The stand-off on financial reform just got more interesting. Obama says he will veto any bill that doesn't include derivatives regulation, although how far that regulation should go seems to be a matter of dispute between the administration and Senate Dems, specifically Blanche Lincoln.
Geithner wrote a letter to Lincoln saying that
new financial rules must create restrictions on how over-the-counter derivatives are traded "in order to curb abuses that were at the very center of the financial crisis." But he notably stopped short of endorsing a proposal from Ms. Lincoln to force large banks to spin off derivatives trading businesses entirely.

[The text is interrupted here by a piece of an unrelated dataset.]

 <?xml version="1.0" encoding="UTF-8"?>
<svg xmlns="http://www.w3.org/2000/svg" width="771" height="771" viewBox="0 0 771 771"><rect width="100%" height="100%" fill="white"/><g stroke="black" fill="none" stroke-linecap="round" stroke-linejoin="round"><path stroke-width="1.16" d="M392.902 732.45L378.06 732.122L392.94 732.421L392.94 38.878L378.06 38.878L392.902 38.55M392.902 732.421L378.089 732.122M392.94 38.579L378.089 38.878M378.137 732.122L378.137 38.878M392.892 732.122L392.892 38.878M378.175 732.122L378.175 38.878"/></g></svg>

Lincoln has released her proposal, and the provision to require banks to spin off those derivatives "swaps desks" is in it.
The bill, which would require banks to spin off swaps desks if they are protected by federal deposit insurance or access the Federal Reserve discount window, came on the same day the government leveled a major fraud charge against U.S. swaps dealer Goldman Sachs group Inc.
"This is another example of how risky Wall Street behavior puts our nation's financial system in peril and further illustrates the need for the strong reform that my legislation provides," Lincoln said of the fraud charges filed against Goldman Sachs in a statement provided to Reuters.
Lincoln's timing on this was superb, coming on the same day as the SEC's Goldman Sachs fraud charge. There will probably be some intense negotiation this weekend over this proposal.
And meanwhile, back in the Republican caucus, Susan Collins signed on to McConnell's opposition letter, though the letter stops short of threatening a filibuster of the bill, and calls for more "bipartisan" negotiations.
It seems that not every Republican is ready to jump on the political suicide bandwagon of protecting the banksters.